Visibility into Failures and How the System Resolved Them
Developers and operators need to know when the system has successfully handled a failure. With v2.5, this information is readily available through an APM tool or through an apps manager dashboard for managing service instances. This is a continuation of our efforts to provide better metrics for the health of the system. In v2.4, we made it possible for developers to see metrics for their service instances via the CF CLI (“cf tail” command).
If the system can’t automatically recover (e.g., all 3 nodes go down), we make it possible for operators to take actions to diagnose and remedy the issue.
Migrating from MySQL for PCF 1.x to MySQL for PCF 2.5
Developers now have a clear and straightforward migration path from v1.x straight to highly available clusters in v2.5. This migration is also required for keeping up with PCF releases - PCF 2.4 does not support MySQL v1.x.

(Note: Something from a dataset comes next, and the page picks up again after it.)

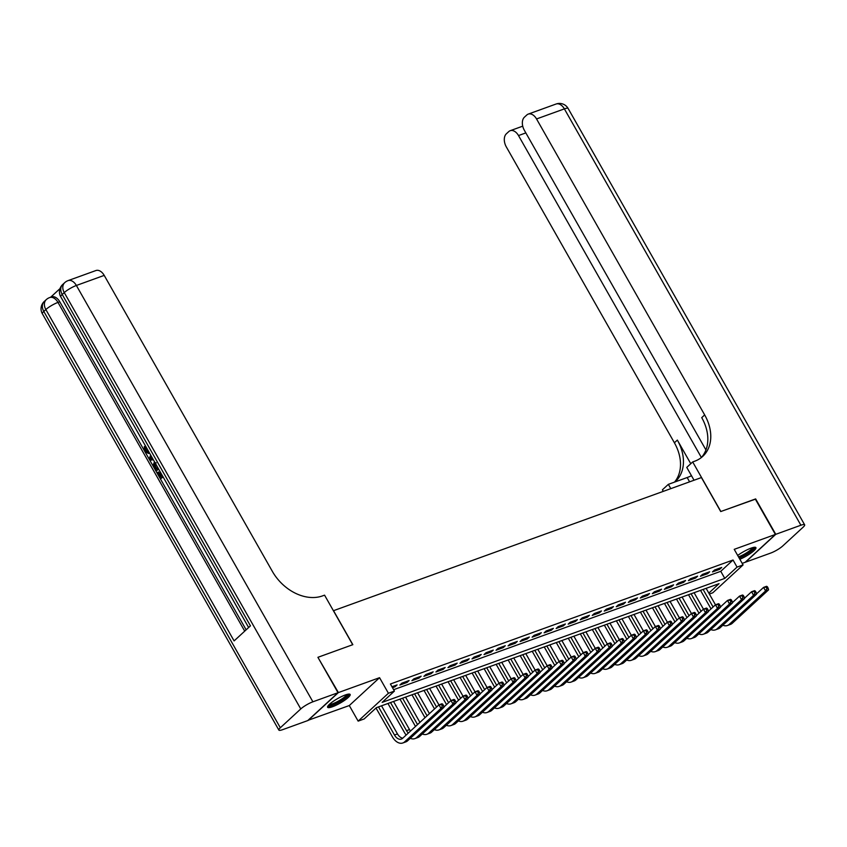 <?xml version="1.0" encoding="UTF-8"?>
<svg xmlns="http://www.w3.org/2000/svg" width="847" height="847" viewBox="0 0 847 847"><rect width="100%" height="100%" fill="white"/><g stroke="black" fill="none" stroke-linecap="round" stroke-linejoin="round"><path stroke-width="1.27" d="M332.5 706.737A12.959 2.583 150.4 0 0 344.74 700.225A12.959 2.583 150.4 0 0 350.15 694.455A12.959 2.583 150.4 0 0 345.258 694.985A12.959 2.583 150.4 0 0 333.019 701.496A12.959 2.583 150.4 0 0 327.609 707.266A12.959 2.583 150.4 0 0 332.5 706.737M739.865 559.285A12.959 2.583 150.4 0 0 751.268 552.858A12.959 2.583 150.4 0 0 755.905 547.628A12.959 2.583 150.4 0 0 751.014 548.157A12.959 2.583 150.4 0 0 737.695 555.452M708.823 593.101L719.061 583.668L376.417 707.658L364.146 718.955L358.143 721.125L388.413 693.259L394.416 691.088L382.145 702.385L724.788 578.395L737.059 567.098L743.073 564.928L712.803 592.794L709.352 594.043M308.033 720.321L349.292 705.551L358.143 721.125M742.194 563.371L745.127 562.313L775.397 534.446L734.222 549.343L743.073 564.928M317.985 657.441L338.387 692.581L308.117 720.448M318.271 657.177L352.839 644.673L333.527 610.687L701.422 477.56L720.723 511.556L755.291 499.042L775.397 534.446M392.5 687.7L395.041 686.779L397.095 684.895L391.96 686.758M409.112 680.543L401.902 683.158L399.858 685.043L407.068 682.428L409.112 680.543M421.139 676.192L413.918 678.807L411.875 680.692L419.096 678.076L421.139 676.192M433.156 671.851L425.946 674.456L423.902 676.34L431.112 673.725L433.156 671.851M445.183 667.5L437.963 670.104L435.919 671.989L443.14 669.384L445.183 667.5M457.2 663.148L449.99 665.753L447.947 667.637L455.157 665.033L457.2 663.148M469.227 658.797L462.017 661.401L459.963 663.286L467.184 660.681L469.227 658.797M481.244 654.445L474.034 657.06L471.991 658.934L479.201 656.33L481.244 654.445M493.272 650.094L486.062 652.709L484.008 654.583L491.228 651.978L493.272 650.094M505.288 645.742L498.078 648.357L496.035 650.242L503.245 647.627L505.288 645.742M517.316 641.391L510.106 644.006L508.052 645.89L515.272 643.275L517.316 641.391M529.343 637.039L522.123 639.654L520.079 641.539L527.289 638.924L529.343 637.039M541.36 632.688L534.15 635.303L532.107 637.188L539.317 634.572L541.36 632.688M553.387 628.347L546.167 630.951L544.123 632.836L551.333 630.221L553.387 628.347M565.404 623.995L558.194 626.6L556.151 628.485L563.361 625.88L565.404 623.995M577.432 619.644L570.211 622.249L568.168 624.133L575.378 621.529L577.432 619.644M589.448 615.293L582.238 617.897L580.195 619.782L587.405 617.177L589.448 615.293M601.476 610.941L594.255 613.556L592.212 615.43L599.432 612.826L601.476 610.941M613.493 606.59L606.283 609.205L604.239 611.079L611.449 608.474L613.493 606.59M625.52 602.238L618.299 604.853L616.256 606.738L623.477 604.123L625.52 602.238M637.537 597.887L630.327 600.502L628.283 602.386L635.494 599.771L637.537 597.887M649.564 593.535L642.354 596.15L640.3 598.035L647.521 595.42L649.564 593.535M661.581 589.184L654.371 591.799L652.328 593.683L659.538 591.068L661.581 589.184M673.609 584.843L666.398 587.447L664.344 589.332L671.565 586.717L673.609 584.843M685.625 580.491L678.415 583.096L676.372 584.981L683.582 582.376L685.625 580.491M697.653 576.14L690.443 578.745L688.399 580.629L695.609 578.025L697.653 576.14M709.68 571.789L702.459 574.393L700.416 576.278L707.626 573.673L709.68 571.789M393.633 689.691L720.765 571.312L733.036 560.015L390.403 684.005L394.416 691.088M721.697 567.437L714.487 570.052L712.443 571.926L719.654 569.322L721.697 567.437M349.292 705.551L379.562 677.685L338.387 692.581M379.562 677.685L388.413 693.259M733.036 560.015L737.059 567.098M720.765 571.312L724.788 578.395M719.114 568.369L719.654 569.322M707.097 572.72L707.626 573.673M695.069 577.072L695.609 578.025M683.042 581.423L683.582 582.376M671.025 585.775L671.565 586.717M658.998 590.126L659.538 591.068M646.981 594.478L647.521 595.42M634.954 598.829L635.494 599.771M622.937 603.17L623.477 604.123M610.909 607.521L611.449 608.474M598.893 611.873L599.432 612.826M586.865 616.224L587.405 617.177M574.848 620.576L575.378 621.529M562.821 624.927L563.361 625.88M550.804 629.279L551.333 630.221M538.777 633.63L539.317 634.572M526.749 637.982L527.289 638.924M514.732 642.333L515.272 643.275M502.705 646.674L503.245 647.627M490.688 651.025L491.228 651.978M478.661 655.377L479.201 656.33M466.644 659.728L467.184 660.681M454.617 664.08L455.157 665.033M442.6 668.431L443.14 669.384M430.572 672.783L431.112 673.725M418.556 677.134L419.096 678.076M406.528 681.486L407.068 682.428M394.511 685.837L395.041 686.779M711.046 608.877L700.533 590.37M706.123 588.347L715.471 604.8M703.116 589.438L713.089 606.992M756.487 593.906L763.571 587.394L766.577 586.304L767.34 586.717L766.143 587.151L766.948 588.57L768.144 588.136L767.34 586.717M768.144 588.136L768.589 589.851L732.221 623.328A12.461 7.962 70.1 0 1 730.432 624.419L727.425 625.51A12.461 7.962 70.1 0 1 722.883 625.202M768.589 589.851L765.582 590.931L729.214 624.408A12.461 7.962 70.1 0 1 727.425 625.51M766.948 588.57L765.582 590.931L763.571 587.394L766.143 587.151M753.756 547.374A11.223 2.234 -29.6 0 1 743.264 555.833A11.223 2.234 -29.6 0 1 739.018 557.781M738.51 556.892A10.386 2.065 150.4 0 0 742.914 554.912A10.386 2.065 150.4 0 0 752.602 547.649M739.209 558.131A12.885 2.562 150.4 0 0 743.158 556.267A12.885 2.562 150.4 0 0 755.164 547.268M347.99 694.201A11.223 2.234 -29.6 0 1 337.508 702.661A11.223 2.234 -29.6 0 1 328.488 705.276M329.314 704.429A10.386 2.065 150.4 0 0 337.159 701.74A10.386 2.065 150.4 0 0 346.847 694.476M327.673 706.44A12.885 2.562 150.4 0 0 337.402 703.095A12.885 2.562 150.4 0 0 349.409 694.095M755.365 499.179L720.85 511.503L692.687 461.943L694.731 461.202A41.545 30.873 47.4 0 0 702.756 456.364A41.545 30.873 47.4 0 0 704.672 414.924L536.543 118.951A9.973 6.374 -109.9 0 0 528.242 114.101A9.973 6.374 -109.9 0 0 526.813 114.98L524.399 117.204A9.973 6.374 -109.9 0 0 524.314 130.216L705.943 449.937M691.501 475.749A18.698 3.716 -29.6 0 1 687.161 477.539L668.347 484.346L662.418 489.81L663.296 491.355M694.042 480.228L686.758 467.406L692.687 461.943M775.757 534.319L745.487 562.186L770.622 553.091A9.973 1.98 150.4 0 0 782.744 545.966L803.189 527.13A9.973 1.98 150.4 0 0 804.65 524.822A9.973 1.98 150.4 0 0 800.891 525.225L775.757 534.319L755.651 498.915M670.792 488.645L668.347 484.346M701.38 457.486L518.502 135.562A9.973 6.374 -109.9 0 0 510.201 130.703A9.973 6.374 -109.9 0 0 508.772 131.581L506.358 133.805A9.973 6.374 -109.9 0 0 506.273 146.827L674.403 442.79A41.545 30.873 47.4 0 1 674.508 482.123M674.943 481.964A41.545 30.873 47.4 0 0 675.43 481.52A41.545 30.873 47.4 0 0 677.346 440.08L690.771 463.711M701.231 457.655A41.545 30.873 47.4 0 0 701.729 417.635L704.672 414.924M149.548 453.081L148.447 453.484L144.689 451.26L144.265 446.665L145.218 446.316L146.055 447.385L146.256 450.445L148.32 452.002M163.111 476.967L160.475 478.862L157.066 472.87L158.601 472.001L161.121 476.438M59.999 288.615L50.693 297.191M68.078 280.611A9.973 9.973 0 0 0 64.721 282.654A9.973 7.411 -132.6 0 0 64.256 292.596A9.973 1.98 -29.6 0 1 76.378 285.471A9.973 6.374 -109.9 0 0 68.078 280.611L95.912 270.542A9.973 6.374 70.1 0 1 104.213 275.391L76.378 285.471L312.892 701.803A9.973 1.98 150.4 0 0 300.77 708.939L64.256 292.596L62.212 294.481L250.458 625.848L234.1 640.914L45.854 309.547A9.973 1.98 -29.6 0 1 57.977 302.411A9.973 6.374 -109.9 0 0 49.677 297.562L51.476 296.905A9.973 6.374 70.1 0 1 59.777 301.765L57.977 302.411L244.719 631.142M246.149 629.829L144.879 451.557M144.519 450.943L59.777 301.765M158.654 469.122L156.017 471.017L154.366 468.116L153.233 464.992L154.493 461.806M312.892 701.803L338.027 692.719L317.911 657.314L352.712 644.715L324.56 595.155L322.516 595.896A41.545 30.873 -132.6 0 1 272.353 571.365L104.213 275.391M300.77 708.939L280.325 727.764A9.973 1.98 150.4 0 0 278.864 730.082A9.973 1.98 150.4 0 0 282.623 729.669L307.747 720.585L338.027 692.719M157.637 472.351L160.358 477.147L161.862 475.749L159.691 470.953M162.91 476.617L160.475 478.862M158.453 468.772L156.017 471.017M155.149 463.023L154.228 466.083L155.901 469.302L157.775 467.576M156.113 462.674L155.192 465.734L156.663 468.603M154.228 466.083L155.192 465.734M154.927 467.576L155.88 467.226M153.328 459.741L149.93 460.313L149.167 458.958L150.65 455.04M151.306 456.194L150.12 459.116L152.672 458.587M150.12 459.116L152.598 458.449M151.782 457.031L151.073 458.767L152.312 458.513L151.073 458.767M144.265 446.665L145.091 447.735L145.292 450.795C146.478 452.499 147.622 452.796 148.712 451.695L148.744 451.673M145.292 450.795L146.256 450.445M147.812 452.245L148.712 451.695M145.091 447.735L146.055 447.385M149.4 452.891L148.447 453.484M699.019 613.228L688.516 594.721M694.095 592.699L703.444 609.152L706.462 608.061L707.224 608.464L706.027 608.898L706.832 610.316L708.028 609.882L707.224 608.464M691.099 593.789L701.072 611.343M744.471 598.257L751.543 591.746L754.55 590.655L755.323 591.068L754.116 591.502L754.921 592.921L756.127 592.477L755.323 591.068M756.127 592.477L756.562 594.192L720.194 627.68A12.461 7.962 70.1 0 1 718.404 628.77L715.397 629.861A12.461 7.962 70.1 0 1 710.866 629.554M756.562 594.192L753.555 595.282L717.197 628.76A12.461 7.962 70.1 0 1 715.397 629.861M754.921 592.921L753.555 595.282L751.543 591.746L754.116 591.502M687.002 617.579L676.488 599.073M682.079 597.05L691.427 613.503L694.445 612.413L695.207 612.815L694 613.249L694.805 614.668L696.012 614.234L695.207 612.815M679.072 598.141L689.045 615.695M732.443 602.609L739.526 596.097L742.533 595.007L743.295 595.42L742.088 595.854L742.893 597.262L744.1 596.828L743.295 595.42M744.1 596.828L744.545 598.543L708.177 632.021A12.461 7.962 70.1 0 1 706.387 633.122L703.381 634.212A12.461 7.962 70.1 0 1 698.839 633.905M744.545 598.543L741.538 599.634L705.17 633.111A12.461 7.962 70.1 0 1 703.381 634.212M742.893 597.262L741.538 599.634L739.526 596.097L742.088 595.854M674.974 621.931L664.461 603.424M670.051 601.402L679.4 617.855L682.417 616.754L683.18 617.167L681.983 617.601L682.788 619.019L683.984 618.585L683.18 617.167M667.055 602.492L677.018 620.046M720.426 606.96L727.499 600.449L730.506 599.358L731.268 599.771L730.072 600.205L730.876 601.614L732.073 601.179L731.268 599.771M732.073 601.179L732.517 602.895L696.149 636.372A12.461 7.962 70.1 0 1 694.36 637.473L691.353 638.564A12.461 7.962 70.1 0 1 686.822 638.257M732.517 602.895L729.511 603.985L693.142 637.463A12.461 7.962 70.1 0 1 691.353 638.564M730.876 601.614L729.511 603.985L727.499 600.449L730.072 600.205M662.957 626.282L652.444 607.775M658.034 605.753L667.383 622.206M655.027 606.844L665.001 624.398M708.399 611.312L715.482 604.8L718.489 603.71L719.251 604.112L718.044 604.557L718.849 605.965L720.056 605.531L719.251 604.112M720.056 605.531L720.501 607.246L684.132 640.724A12.461 7.962 70.1 0 1 682.343 641.825L679.336 642.915A12.461 7.962 70.1 0 1 674.794 642.598M720.501 607.246L717.494 608.337L681.126 641.814A12.461 7.962 70.1 0 1 679.336 642.915M718.849 605.965L717.494 608.337L715.482 604.8L718.044 604.557M650.93 630.634L640.417 612.127M646.007 610.105L655.356 626.558L658.373 625.457L659.135 625.869L657.939 626.304L658.744 627.722L659.94 627.288L659.135 625.869M643 611.195L652.973 628.749M696.382 615.663L703.455 609.141L706.027 608.898M708.028 609.882L708.473 611.598L672.105 645.075A12.461 7.962 70.1 0 1 670.316 646.176L667.309 647.267A12.461 7.962 70.1 0 1 662.778 646.949M708.473 611.598L705.466 612.688L669.098 646.166A12.461 7.962 70.1 0 1 667.309 647.267M706.832 610.316L705.466 612.688L703.455 609.141M638.913 634.985L628.4 616.478M633.99 614.456L643.339 630.909L646.346 629.808L647.119 630.221L645.912 630.655L646.716 632.074L647.923 631.64L647.119 630.221M630.983 615.547L640.957 633.101M684.355 620.015L691.438 613.493L694 613.249M696.012 614.234L696.456 615.949L660.088 649.427A12.461 7.962 70.1 0 1 658.288 650.528L655.292 651.618A12.461 7.962 70.1 0 1 650.75 651.301M696.456 615.949L693.449 617.039L657.081 650.517A12.461 7.962 70.1 0 1 655.292 651.618M694.805 614.668L693.449 617.039L691.438 613.493M626.886 639.326L616.372 620.83M621.963 618.808L631.311 635.261L634.329 634.159L635.091 634.572L633.895 635.006L634.699 636.425L635.896 635.981L635.091 634.572M618.956 619.888L628.929 637.452M672.338 624.366L679.41 617.844L681.983 617.601M683.984 618.585L684.429 620.3L648.061 653.778A12.461 7.962 70.1 0 1 646.272 654.879L643.265 655.97A12.461 7.962 70.1 0 1 638.733 655.652M684.429 620.3L681.422 621.391L645.054 654.869A12.461 7.962 70.1 0 1 643.265 655.97M682.788 619.019L681.422 621.391L679.41 617.844M614.869 643.678L604.356 625.181M609.946 623.159L619.295 639.612L622.301 638.511L623.074 638.924L621.867 639.358L622.672 640.766L623.879 640.332L623.074 638.924M606.939 624.239L616.912 641.793M660.311 628.718L667.394 622.196L670.401 621.105L671.163 621.518L669.956 621.952L670.76 623.371L671.967 622.937L671.163 621.518M671.967 622.937L672.402 624.652L636.044 658.13A12.461 7.962 70.1 0 1 634.244 659.231L631.237 660.311A12.461 7.962 70.1 0 1 626.706 660.004M672.402 624.652L669.405 625.732L633.037 659.22A12.461 7.962 70.1 0 1 631.237 660.311M670.76 623.371L669.405 625.732L667.394 622.196L669.956 621.952M602.842 648.029L592.328 629.533M597.918 627.5L607.267 643.953M594.912 628.59L604.885 646.145M648.283 633.069L655.366 626.547L657.939 626.304M659.94 627.288L660.385 629.003L624.017 662.481A12.461 7.962 70.1 0 1 622.227 663.582L619.221 664.662A12.461 7.962 70.1 0 1 614.678 664.355M660.385 629.003L657.378 630.083L621.01 663.561A12.461 7.962 70.1 0 1 619.221 664.662M658.744 627.722L657.378 630.083L655.366 626.547M590.825 652.381L580.311 633.874M585.902 631.851L595.24 648.304L598.257 647.214L599.03 647.616L597.823 648.061L598.628 649.469L599.835 649.035L599.03 647.616M582.895 632.942L592.868 650.496M636.266 637.41L643.349 630.899L645.912 630.655M647.923 631.64L648.357 633.355L612 666.833A12.461 7.962 70.1 0 1 610.2 667.923L607.193 669.014A12.461 7.962 70.1 0 1 602.662 668.707M648.357 633.355L645.361 634.435L608.993 667.912A12.461 7.962 70.1 0 1 607.193 669.014M646.716 632.074L645.361 634.435L643.349 630.899M578.797 656.732L568.284 638.225M573.874 636.203L583.223 652.656L586.24 651.565L587.003 651.968L585.796 652.402L586.6 653.82L587.807 653.386L587.003 651.968M570.867 637.293L580.841 654.847M624.239 641.761L631.322 635.25L633.895 635.006M635.896 635.981L636.341 637.696L599.972 671.184A12.461 7.962 70.1 0 1 598.183 672.274L595.176 673.365A12.461 7.962 70.1 0 1 590.634 673.058M636.341 637.696L633.334 638.786L596.966 672.264A12.461 7.962 70.1 0 1 595.176 673.365M634.699 636.425L633.334 638.786L631.322 635.25M566.77 661.084L556.267 642.577M561.857 640.554L571.196 657.007L574.213 655.917L574.975 656.319L573.779 656.753L574.584 658.172L575.78 657.738L574.975 656.319M558.851 641.645L568.824 659.199M612.222 646.113L619.295 639.601L621.867 639.358M623.879 640.332L624.313 642.047L587.956 675.525A12.461 7.962 70.1 0 1 586.156 676.626L583.149 677.716A12.461 7.962 70.1 0 1 578.617 677.409M624.313 642.047L621.306 643.138L584.949 676.615A12.461 7.962 70.1 0 1 583.149 677.716M622.672 640.766L621.306 643.138L619.295 639.601M554.753 665.435L544.24 646.928M549.83 644.906L559.179 661.359L562.196 660.258L562.959 660.671L561.752 661.105L562.556 662.523L563.763 662.089L562.959 660.671M546.823 645.996L556.797 663.55M600.195 650.464L607.278 643.953L610.285 642.862L611.047 643.275L609.851 643.709L610.655 645.118L611.852 644.683L611.047 643.275M611.852 644.683L612.296 646.399L575.928 679.876A12.461 7.962 70.1 0 1 574.139 680.977L571.132 682.068A12.461 7.962 70.1 0 1 566.59 681.761M612.296 646.399L609.289 647.489L572.921 680.967A12.461 7.962 70.1 0 1 571.132 682.068M610.655 645.118L609.289 647.489L607.278 643.953L609.851 643.709M542.726 669.786L532.223 651.279M537.803 649.257L547.151 665.71L550.169 664.609L550.931 665.022L549.735 665.456L550.539 666.875L551.736 666.441L550.931 665.022M534.806 650.348L544.78 667.902M588.178 654.816L595.25 648.304L597.823 648.061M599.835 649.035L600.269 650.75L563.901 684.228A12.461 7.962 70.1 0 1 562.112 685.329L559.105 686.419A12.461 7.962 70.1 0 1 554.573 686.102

We have assembled a number of resources to simplify this migration, including a migration tool for moving data across service instances that are hosted on separate foundations. This migration tool is a CF CLI plugin (called MysqlTools) can be acquired here. Additional resources include a demo video, documentation, and github repo instructions for the plugin.
Highly Available and Highly Approachable
With self-service, on-demand provisioning of highly available Galera clusters, developers can receive the benefits of improved availability for more applications.
However, high availability is not a simple, single feature, but rather a theme that requires work on multiple fronts. MySQL v2.5 is a big step forward, and we will continue to see deeper coverage of availability, security and other themes in our roadmap, both within and across data centers. We’re looking forward to advancing past the beta status of Galera clusters in MySQL v2.5 to a production-ready version of this feature in MySQL v2.6 in early 2019.
We think MySQL v2.5 will be a happy destination for our v1.x customers. The journey requires a migration, but we have made this easier with a good complement of resources.